Cryogenic shock augmented implosion experiments on OMEGA

Shock ignition (SI) [Betti, R., et al. Physical review letters 98.15 (2007)] offers a promising path for inertial confinement fusion with a reduced energy threshold for ignition and enhanced robustness against hydrodynamic instabilities, relative to conventional hot-spot ignition. In this scheme, a cryogenic shell is first imploded at low velocity and low adiabat to assemble the fuel, followed by ignition triggered by a strong shock driven by a high-intensity laser spike. However, delivering a long-duration compression pulse and the extreme laser intensities (~6×10¹⁵ W/cm²) needed to launch the ignitor shock is beyond the capabilities of current laser facilities.
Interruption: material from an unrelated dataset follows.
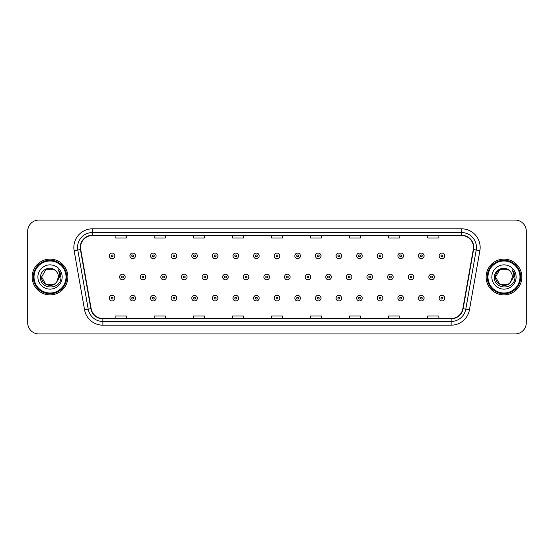 <?xml version="1.0" encoding="UTF-8"?>
<svg xmlns="http://www.w3.org/2000/svg" width="554" height="554" viewBox="0 0 554 554"><rect width="100%" height="100%" fill="white"/><g stroke="black" fill="none" stroke-linecap="round" stroke-linejoin="round"><path stroke-width="0.83" d="M32.167 277A17.86 17.86 0 0 0 50.026 294.86A17.86 17.86 0 0 0 67.886 277A17.86 17.86 0 0 0 50.026 259.14A17.86 17.86 0 0 0 32.167 277A17.86 17.86 0 0 0 50.026 294.86A17.86 17.86 0 0 0 67.886 277A17.86 17.86 0 0 0 50.026 259.14A17.86 17.86 0 0 0 32.167 277M486.114 277A17.86 17.86 0 0 0 503.974 294.86A17.86 17.86 0 0 0 521.833 277A17.86 17.86 0 0 0 503.974 259.14A17.86 17.86 0 0 0 486.114 277A17.86 17.86 0 0 0 503.974 294.86A17.86 17.86 0 0 0 521.833 277A17.86 17.86 0 0 0 503.974 259.14A17.86 17.86 0 0 0 486.114 277M80.538 247.416A11.904 11.904 0 0 1 92.442 235.512L461.558 235.512A11.904 11.904 0 0 1 473.282 249.487L462.853 308.647A11.904 11.904 0 0 1 451.122 318.488L102.878 318.488A11.904 11.904 0 0 1 91.147 308.647L80.718 249.487A11.904 11.904 0 0 1 80.538 247.416M80.24 247.416A12.202 12.202 0 0 0 80.427 249.535L90.856 308.703A12.202 12.202 0 0 0 102.878 318.785L451.122 318.785A12.202 12.202 0 0 0 463.144 308.703L473.573 249.535A12.202 12.202 0 0 0 461.558 235.215L92.442 235.215A12.202 12.202 0 0 0 80.24 247.416M74.125 250.65A18.607 18.607 0 0 1 92.442 228.816L461.558 228.816A18.607 18.607 0 0 1 479.875 250.65L469.446 309.811A18.607 18.607 0 0 1 451.122 325.184L102.878 325.184A18.607 18.607 0 0 1 84.554 309.811L74.125 250.65L77.789 250.006A14.882 14.882 0 0 1 92.442 232.535L461.558 232.535A14.882 14.882 0 0 1 476.211 250.006L465.782 309.167A14.882 14.882 0 0 1 451.122 321.465L102.878 321.465A14.882 14.882 0 0 1 88.218 309.167L77.789 250.006A14.882 14.882 0 0 1 77.56 247.416M526.3 231.233A11.163 11.163 0 0 0 515.137 220.07L38.863 220.07A11.163 11.163 0 0 0 27.7 231.233L27.7 322.767A11.163 11.163 0 0 0 38.863 333.93L515.137 333.93A11.163 11.163 0 0 0 526.3 322.767L526.3 231.233L526.3 322.767M271.418 235.512L271.418 238.033L282.582 238.033L282.582 235.512M232.348 235.512L232.348 238.033L243.511 238.033L243.511 235.512M193.277 235.512L193.277 238.033L204.44 238.033L204.44 235.512M154.213 235.512L154.213 238.033L165.376 238.033L165.376 235.512M115.142 235.512L115.142 238.033L126.305 238.033L126.305 235.512M310.489 235.512L310.489 238.033L321.652 238.033L321.652 235.512M349.56 235.512L349.56 238.033L360.723 238.033L360.723 235.512M388.624 235.512L388.624 238.033L399.787 238.033L399.787 235.512M427.695 235.512L427.695 238.033L438.858 238.033L438.858 235.512M282.582 318.488L282.582 315.967L271.418 315.967L271.418 318.488M243.511 318.488L243.511 315.967L232.348 315.967L232.348 318.488M204.44 318.488L204.44 315.967L193.277 315.967L193.277 318.488M165.376 318.488L165.376 315.967L154.213 315.967L154.213 318.488M126.305 318.488L126.305 315.967L115.142 315.967L115.142 318.488M321.652 318.488L321.652 315.967L310.489 315.967L310.489 318.488M360.723 318.488L360.723 315.967L349.56 315.967L349.56 318.488M399.787 318.488L399.787 315.967L388.624 315.967L388.624 318.488M438.858 318.488L438.858 315.967L427.695 315.967L427.695 318.488M27.7 231.233L27.7 322.767M515.137 220.07L38.863 220.07M38.863 333.93L515.137 333.93M114.879 255.865A2.791 2.791 0 0 1 112.088 258.656A2.791 2.791 0 0 1 109.297 255.865A2.791 2.791 0 0 1 112.088 253.074A2.791 2.791 0 0 1 114.879 255.865A2.791 2.791 0 0 0 112.088 253.074A2.791 2.791 0 0 0 109.297 255.865M119.609 277A2.791 2.791 0 0 1 122.399 274.209A2.791 2.791 0 0 1 125.19 277A2.791 2.791 0 0 1 122.399 279.791A2.791 2.791 0 0 1 119.609 277A2.791 2.791 0 0 0 122.399 279.791A2.791 2.791 0 0 0 125.19 277M109.297 298.135A2.791 2.791 0 0 1 112.088 295.344A2.791 2.791 0 0 1 114.879 298.135A2.791 2.791 0 0 1 112.088 300.926A2.791 2.791 0 0 1 109.297 298.135A2.791 2.791 0 0 0 112.088 300.926A2.791 2.791 0 0 0 114.879 298.135M135.495 255.865A2.791 2.791 0 0 1 132.704 258.656A2.791 2.791 0 0 1 129.913 255.865A2.791 2.791 0 0 1 132.704 253.074A2.791 2.791 0 0 1 135.495 255.865A2.791 2.791 0 0 0 132.704 253.074A2.791 2.791 0 0 0 129.913 255.865M156.11 255.865A2.791 2.791 0 0 1 153.32 258.656A2.791 2.791 0 0 1 150.529 255.865A2.791 2.791 0 0 1 153.32 253.074A2.791 2.791 0 0 1 156.11 255.865A2.791 2.791 0 0 0 153.32 253.074A2.791 2.791 0 0 0 150.529 255.865M176.719 255.865A2.791 2.791 0 0 1 173.928 258.656A2.791 2.791 0 0 1 171.138 255.865A2.791 2.791 0 0 1 173.928 253.074A2.791 2.791 0 0 1 176.719 255.865A2.791 2.791 0 0 0 173.928 253.074A2.791 2.791 0 0 0 171.138 255.865M197.335 255.865A2.791 2.791 0 0 1 194.544 258.656A2.791 2.791 0 0 1 191.753 255.865A2.791 2.791 0 0 1 194.544 253.074A2.791 2.791 0 0 1 197.335 255.865A2.791 2.791 0 0 0 194.544 253.074A2.791 2.791 0 0 0 191.753 255.865M140.217 277A2.791 2.791 0 0 1 143.008 274.209A2.791 2.791 0 0 1 145.799 277A2.791 2.791 0 0 1 143.008 279.791A2.791 2.791 0 0 1 140.217 277A2.791 2.791 0 0 0 143.008 279.791A2.791 2.791 0 0 0 145.799 277M160.833 277A2.791 2.791 0 0 1 163.624 274.209A2.791 2.791 0 0 1 166.415 277A2.791 2.791 0 0 1 163.624 279.791A2.791 2.791 0 0 1 160.833 277A2.791 2.791 0 0 0 163.624 279.791A2.791 2.791 0 0 0 166.415 277M181.449 277A2.791 2.791 0 0 1 184.24 274.209A2.791 2.791 0 0 1 187.03 277A2.791 2.791 0 0 1 184.24 279.791A2.791 2.791 0 0 1 181.449 277A2.791 2.791 0 0 0 184.24 279.791A2.791 2.791 0 0 0 187.03 277M54.23 284.285A8.414 8.414 0 0 0 56.501 282.367L56.328 282.568C51.785 288.399 41.183 284.479 41.612 277L45.823 269.715M66.023 277A15.997 15.997 0 0 0 50.026 261.003A15.997 15.997 0 0 0 34.023 277A15.997 15.997 0 0 0 50.026 292.997A15.997 15.997 0 0 0 66.023 277M66.771 277A16.745 16.745 0 0 0 50.026 260.255A16.745 16.745 0 0 0 33.282 277A16.745 16.745 0 0 0 50.026 293.745A16.745 16.745 0 0 0 66.771 277M56.501 282.367L54.23 284.285L45.823 284.285L41.612 277L45.823 269.715L54.23 269.715L55.538 270.643C50.372 265.234 40.435 269.694 40.532 277C39.583 289.984 60.635 290.324 60.975 277.63L60.995 277C60.961 274.244 60.047 271.82 58.239 269.729C59.61 271.986 60.095 274.41 59.694 277L56.501 282.367L54.23 284.285L45.823 284.285L41.612 277L45.823 284.285L54.23 284.285L56.501 282.367L58.44 277C58.392 274.465 57.422 272.346 55.538 270.643M37.894 277A12.133 12.133 0 0 0 50.026 289.133A12.133 12.133 0 0 0 62.159 277A12.133 12.133 0 0 0 50.026 264.867A12.133 12.133 0 0 0 37.894 277M58.322 269.826L60.988 277.319M58.239 269.729L60.434 273.531M508.177 284.285A8.414 8.414 0 0 0 510.449 282.367L508.177 284.285L499.77 284.285L495.56 277L499.77 269.715L508.177 269.715L509.486 270.643C504.32 265.234 494.383 269.694 494.48 277C493.531 289.984 514.583 290.324 514.929 277.63L514.943 277C514.915 274.244 513.994 271.82 512.187 269.729C513.565 271.986 514.043 274.41 513.641 277L510.282 282.568C505.733 288.399 495.131 284.479 495.56 277L499.77 284.285L508.177 284.285L510.449 282.367L508.565 284.05M519.977 277A15.997 15.997 0 0 0 503.974 261.003A15.997 15.997 0 0 0 487.977 277A15.997 15.997 0 0 0 503.974 292.997A15.997 15.997 0 0 0 519.977 277M520.718 277A16.745 16.745 0 0 0 503.974 260.255A16.745 16.745 0 0 0 487.229 277A16.745 16.745 0 0 0 503.974 293.745A16.745 16.745 0 0 0 520.718 277M510.449 282.367L512.388 277C512.339 274.465 511.37 272.346 509.486 270.643M491.841 277A12.133 12.133 0 0 0 503.974 289.133A12.133 12.133 0 0 0 516.106 277A12.133 12.133 0 0 0 503.974 264.867A12.133 12.133 0 0 0 491.841 277M508.177 269.715A8.414 8.414 0 0 0 495.56 277M512.27 269.826L514.936 277.319L512.187 269.729L514.382 273.531M514.943 277L512.187 269.729L514.936 277.319M217.951 255.865A2.791 2.791 0 0 1 215.16 258.656A2.791 2.791 0 0 1 212.369 255.865A2.791 2.791 0 0 1 215.16 253.074A2.791 2.791 0 0 1 217.951 255.865A2.791 2.791 0 0 0 215.16 253.074A2.791 2.791 0 0 0 212.369 255.865M238.566 255.865A2.791 2.791 0 0 1 235.775 258.656A2.791 2.791 0 0 1 232.985 255.865A2.791 2.791 0 0 1 235.775 253.074A2.791 2.791 0 0 1 238.566 255.865A2.791 2.791 0 0 0 235.775 253.074A2.791 2.791 0 0 0 232.985 255.865M259.175 255.865A2.791 2.791 0 0 1 256.384 258.656A2.791 2.791 0 0 1 253.594 255.865A2.791 2.791 0 0 1 256.384 253.074A2.791 2.791 0 0 1 259.175 255.865A2.791 2.791 0 0 0 256.384 253.074A2.791 2.791 0 0 0 253.594 255.865M202.065 277A2.791 2.791 0 0 1 204.848 274.209A2.791 2.791 0 0 1 207.639 277A2.791 2.791 0 0 1 204.848 279.791A2.791 2.791 0 0 1 202.065 277A2.791 2.791 0 0 0 204.848 279.791A2.791 2.791 0 0 0 207.639 277M222.673 277A2.791 2.791 0 0 1 225.464 274.209A2.791 2.791 0 0 1 228.255 277A2.791 2.791 0 0 1 225.464 279.791A2.791 2.791 0 0 1 222.673 277A2.791 2.791 0 0 0 225.464 279.791A2.791 2.791 0 0 0 228.255 277M243.289 277A2.791 2.791 0 0 1 246.08 274.209A2.791 2.791 0 0 1 248.871 277A2.791 2.791 0 0 1 246.08 279.791A2.791 2.791 0 0 1 243.289 277A2.791 2.791 0 0 0 246.08 279.791A2.791 2.791 0 0 0 248.871 277M279.791 255.865A2.791 2.791 0 0 1 277 258.656A2.791 2.791 0 0 1 274.209 255.865A2.791 2.791 0 0 1 277 253.074A2.791 2.791 0 0 1 279.791 255.865A2.791 2.791 0 0 0 277 253.074A2.791 2.791 0 0 0 274.209 255.865M300.406 255.865A2.791 2.791 0 0 1 297.616 258.656A2.791 2.791 0 0 1 294.825 255.865A2.791 2.791 0 0 1 297.616 253.074A2.791 2.791 0 0 1 300.406 255.865A2.791 2.791 0 0 0 297.616 253.074A2.791 2.791 0 0 0 294.825 255.865M321.015 255.865A2.791 2.791 0 0 1 318.225 258.656A2.791 2.791 0 0 1 315.434 255.865A2.791 2.791 0 0 1 318.225 253.074A2.791 2.791 0 0 1 321.015 255.865A2.791 2.791 0 0 0 318.225 253.074A2.791 2.791 0 0 0 315.434 255.865M341.631 255.865A2.791 2.791 0 0 1 338.84 258.656A2.791 2.791 0 0 1 336.049 255.865A2.791 2.791 0 0 1 338.84 253.074A2.791 2.791 0 0 1 341.631 255.865A2.791 2.791 0 0 0 338.84 253.074A2.791 2.791 0 0 0 336.049 255.865M362.247 255.865A2.791 2.791 0 0 1 359.456 258.656A2.791 2.791 0 0 1 356.665 255.865A2.791 2.791 0 0 1 359.456 253.074A2.791 2.791 0 0 1 362.247 255.865A2.791 2.791 0 0 0 359.456 253.074A2.791 2.791 0 0 0 356.665 255.865M263.905 277A2.791 2.791 0 0 1 266.696 274.209A2.791 2.791 0 0 1 269.486 277A2.791 2.791 0 0 1 266.696 279.791A2.791 2.791 0 0 1 263.905 277A2.791 2.791 0 0 0 266.696 279.791A2.791 2.791 0 0 0 269.486 277M284.514 277A2.791 2.791 0 0 1 287.304 274.209A2.791 2.791 0 0 1 290.095 277A2.791 2.791 0 0 1 287.304 279.791A2.791 2.791 0 0 1 284.514 277A2.791 2.791 0 0 0 287.304 279.791A2.791 2.791 0 0 0 290.095 277M305.129 277A2.791 2.791 0 0 1 307.92 274.209A2.791 2.791 0 0 1 310.711 277A2.791 2.791 0 0 1 307.92 279.791A2.791 2.791 0 0 1 305.129 277A2.791 2.791 0 0 0 307.92 279.791A2.791 2.791 0 0 0 310.711 277M325.745 277A2.791 2.791 0 0 1 328.536 274.209A2.791 2.791 0 0 1 331.327 277A2.791 2.791 0 0 1 328.536 279.791A2.791 2.791 0 0 1 325.745 277A2.791 2.791 0 0 0 328.536 279.791A2.791 2.791 0 0 0 331.327 277M346.361 277A2.791 2.791 0 0 1 349.152 274.209A2.791 2.791 0 0 1 351.935 277A2.791 2.791 0 0 1 349.152 279.791A2.791 2.791 0 0 1 346.361 277A2.791 2.791 0 0 0 349.152 279.791A2.791 2.791 0 0 0 351.935 277M382.862 255.865A2.791 2.791 0 0 1 380.072 258.656A2.791 2.791 0 0 1 377.281 255.865A2.791 2.791 0 0 1 380.072 253.074A2.791 2.791 0 0 1 382.862 255.865A2.791 2.791 0 0 0 380.072 253.074A2.791 2.791 0 0 0 377.281 255.865M403.471 255.865A2.791 2.791 0 0 1 400.68 258.656A2.791 2.791 0 0 1 397.89 255.865A2.791 2.791 0 0 1 400.68 253.074A2.791 2.791 0 0 1 403.471 255.865A2.791 2.791 0 0 0 400.68 253.074A2.791 2.791 0 0 0 397.89 255.865M424.087 255.865A2.791 2.791 0 0 1 421.296 258.656A2.791 2.791 0 0 1 418.505 255.865A2.791 2.791 0 0 1 421.296 253.074A2.791 2.791 0 0 1 424.087 255.865A2.791 2.791 0 0 0 421.296 253.074A2.791 2.791 0 0 0 418.505 255.865M444.703 255.865A2.791 2.791 0 0 1 441.912 258.656A2.791 2.791 0 0 1 439.121 255.865A2.791 2.791 0 0 1 441.912 253.074A2.791 2.791 0 0 1 444.703 255.865A2.791 2.791 0 0 0 441.912 253.074A2.791 2.791 0 0 0 439.121 255.865M366.97 277A2.791 2.791 0 0 1 369.76 274.209A2.791 2.791 0 0 1 372.551 277A2.791 2.791 0 0 1 369.76 279.791A2.791 2.791 0 0 1 366.97 277A2.791 2.791 0 0 0 369.76 279.791A2.791 2.791 0 0 0 372.551 277M387.585 277A2.791 2.791 0 0 1 390.376 274.209A2.791 2.791 0 0 1 393.167 277A2.791 2.791 0 0 1 390.376 279.791A2.791 2.791 0 0 1 387.585 277A2.791 2.791 0 0 0 390.376 279.791A2.791 2.791 0 0 0 393.167 277M408.201 277A2.791 2.791 0 0 1 410.992 274.209A2.791 2.791 0 0 1 413.783 277A2.791 2.791 0 0 1 410.992 279.791A2.791 2.791 0 0 1 408.201 277A2.791 2.791 0 0 0 410.992 279.791A2.791 2.791 0 0 0 413.783 277M428.81 277A2.791 2.791 0 0 1 431.601 274.209A2.791 2.791 0 0 1 434.391 277A2.791 2.791 0 0 1 431.601 279.791A2.791 2.791 0 0 1 428.81 277A2.791 2.791 0 0 0 431.601 279.791A2.791 2.791 0 0 0 434.391 277M129.913 298.135A2.791 2.791 0 0 1 132.704 295.344A2.791 2.791 0 0 1 135.495 298.135A2.791 2.791 0 0 1 132.704 300.926A2.791 2.791 0 0 1 129.913 298.135A2.791 2.791 0 0 0 132.704 300.926A2.791 2.791 0 0 0 135.495 298.135M150.529 298.135A2.791 2.791 0 0 1 153.32 295.344A2.791 2.791 0 0 1 156.11 298.135A2.791 2.791 0 0 1 153.32 300.926A2.791 2.791 0 0 1 150.529 298.135A2.791 2.791 0 0 0 153.32 300.926A2.791 2.791 0 0 0 156.11 298.135M171.138 298.135A2.791 2.791 0 0 1 173.928 295.344A2.791 2.791 0 0 1 176.719 298.135A2.791 2.791 0 0 1 173.928 300.926A2.791 2.791 0 0 1 171.138 298.135A2.791 2.791 0 0 0 173.928 300.926A2.791 2.791 0 0 0 176.719 298.135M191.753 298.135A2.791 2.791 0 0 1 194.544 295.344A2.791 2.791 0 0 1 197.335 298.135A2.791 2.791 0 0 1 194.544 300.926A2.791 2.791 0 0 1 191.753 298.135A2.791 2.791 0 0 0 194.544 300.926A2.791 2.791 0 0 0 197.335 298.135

Shock-augmented ignition (SAI) [Scott, R. H. H., et al. Physical Review Letters 129.19 (2022)] has been proposed as a viable alternative that preserves the advantages of SI while relaxing the peak intensity requirements. In SAI, the formation of the ignitor shock is facilitated by a temporary drop in laser power, allowing target decompression prior to a rapid ramp-up to peak intensity (~1.5×10¹⁵ W/cm² in this work). We present results from a series of cryogenic implosion experiments designed to investigate the key parameters governing SAI performance. Trends related to hydrodynamic stability, target diameter, and ignitor shock timing are examined, and results are compared to radiation-hydrodynamic simulations and statistical predictions.